4. BI Engineer Job Summary

  • Design and Maintenance: Work collaboratively across the team and organization to design, build, and maintain analytical solutions to support Stars initiatives.
  • Data Architecture Application: Work collaboratively with teammates to optimally apply data warehouse, cloud, BI architecture, and visualization techniques.
  • Data Retrieval: Identify relevant data, use high-quality code to retrieve it, and perform all relevant data transformations for proper consumption.
  • Data Analysis: Analyze data to uncover trends and correlations to develop insights that can improve business, internal processes, and technology.
  • Executive Communication: Responsible for articulating findings and insights with tech and non-tech executive leaders.
  • Visualization Development: Conceptualize and develop automation opportunities for data collection and self-service data outputs through data visualization tools.
  • Continuous Learning: Continuously learn new systems, tools, and industry best practices to help design new studies and build benchmarking products.
  • Data Integration: Add new data sources to a cloud-based data warehouse using extract, transform, load (ETL) tools and custom connectors.
  • SQL Development: Design and develop SQL-based views in a data warehouse to enable multi-sourced data analysis.
  • Application Testing: Perform adequate unit tests for applications developed and validate expected results.

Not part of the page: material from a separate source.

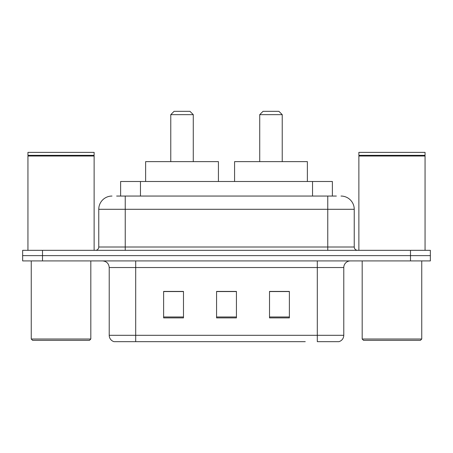 <?xml version="1.0" encoding="UTF-8"?>
<svg xmlns="http://www.w3.org/2000/svg" width="453" height="453" viewBox="0 0 453 453"><rect width="100%" height="100%" fill="white"/><g stroke="black" fill="none" stroke-linecap="round" stroke-linejoin="round"><path stroke-width="0.68" d="M116.636 196.053L125.238 196.053L116.636 196.053L120.617 196.053L120.617 181.494L332.383 181.494L332.383 196.053M111.999 196.053A13.239 13.239 0 0 0 98.765 209.292L98.765 247.015A3.307 3.307 0 0 1 95.453 250.328M341.001 196.053A13.239 13.239 0 0 1 354.235 209.292L125.238 209.292L125.238 196.053L336.364 196.053M354.235 209.292L354.235 247.015C354.433 249.025 355.537 250.13 357.547 250.328M42.503 250.328L22.65 250.328L22.65 255.622L42.503 255.622L22.65 255.622L22.65 260.917L42.503 260.917L42.503 255.622L410.497 255.622L42.503 255.622L42.503 250.328L410.497 250.328L410.497 255.622L430.35 255.622L410.497 255.622L410.497 260.917L42.503 260.917M410.497 260.917L430.35 260.917L430.35 250.328L410.497 250.328M147.74 341.664L114.315 341.664M343.782 335.311C343.595 338.482 342.009 340.599 339.014 341.664L317.304 341.664L317.304 335.311L343.782 335.311L343.782 267.536A6.619 6.619 0 0 1 350.401 260.917M113.986 341.664A6.619 6.619 0 0 1 109.218 335.311L109.218 267.536C108.828 263.516 106.619 261.307 102.599 260.917M289.376 317.898L289.376 291.426L269.518 291.426L269.518 317.898L289.376 317.898M183.482 317.898L183.482 291.426L163.624 291.426L163.624 317.898L183.482 317.898M236.426 317.898L236.426 291.426L216.574 291.426L216.574 317.898L236.426 317.898M305.26 341.664L135.696 341.664L135.696 335.311L317.304 335.311L317.304 267.536L109.218 267.536M236.426 291.562L216.574 291.562M183.482 291.562L163.624 291.562M289.376 291.562L269.518 291.562M89.496 340.339L32.576 340.339L31.251 339.014L90.821 339.014L89.496 340.339M31.251 260.917L31.251 339.014M90.821 260.917L90.821 339.014M27.944 156.013L28.279 155.685L93.799 155.685L94.128 156.013L27.944 156.013L27.944 250.328M94.128 156.013L94.128 250.328M93.799 155.685L94.128 155.351L27.944 155.351L28.279 155.685M94.128 155.351L94.128 152.372L27.944 152.372L27.944 155.351M170.77 114.649L193.272 114.649L189.966 111.336L174.082 111.336L170.77 114.649L170.77 161.636M193.272 114.649L193.272 161.636M218.425 181.494L218.425 161.636L145.623 161.636L145.623 181.494M259.728 114.649L282.23 114.649L278.918 111.336L263.034 111.336L259.728 114.649L259.728 161.636M282.23 114.649L282.23 161.636M307.377 181.494L307.377 161.636L234.575 161.636L234.575 181.494M420.424 340.339L363.504 340.339L362.179 339.014L421.749 339.014L420.424 340.339M362.179 260.917L362.179 339.014M421.749 260.917L421.749 339.014M358.872 156.013L359.201 155.685L424.721 155.685L425.056 156.013L358.872 156.013L358.872 250.328M425.056 156.013L425.056 250.328M424.721 155.685L425.056 155.351L358.872 155.351L359.201 155.685M425.056 155.351L425.056 152.372L358.872 152.372L358.872 155.351M140.47 196.053L140.47 181.494M312.53 196.053L312.53 181.494M125.238 250.328L125.238 209.292L98.765 209.292M98.765 247.015L354.235 247.015M327.762 196.053L327.762 250.328M317.304 260.917L317.304 267.536L343.782 267.536M109.218 335.311L135.696 335.311L135.696 260.917M236.426 316.981L216.574 316.981M183.482 316.981L163.624 316.981M289.376 316.981L269.518 316.981"/></g></svg>

5. BI Engineer Accountabilities

  • Data Structure Design: Design, develop and implement enterprise data structures.
  • Data Warehouse Development: Design and develop an enterprise level Data Warehouse.
  • Database Architecture: Database architecture, data mapping and data modeling.
  • ETL Development: Developing and maintaining ETL processes and tools.
  • BI Tool Implementation: Responsible for developing and implementing BI tools.
  • Business Requirements Gathering: Work with business users to gather business requirements.
  • Data Integration Coordination: Coordinate the integration of data to determine Stars' trends and impacts.
  • Data Communication: Communicate insights and analytical findings to a broad range of audiences.
  • Data Quality Assurance: Ensure solutions provide the highest quality of data daily.
  • Cloud Platform Transition: Contribute to moving the team towards cloud-based analytical platforms.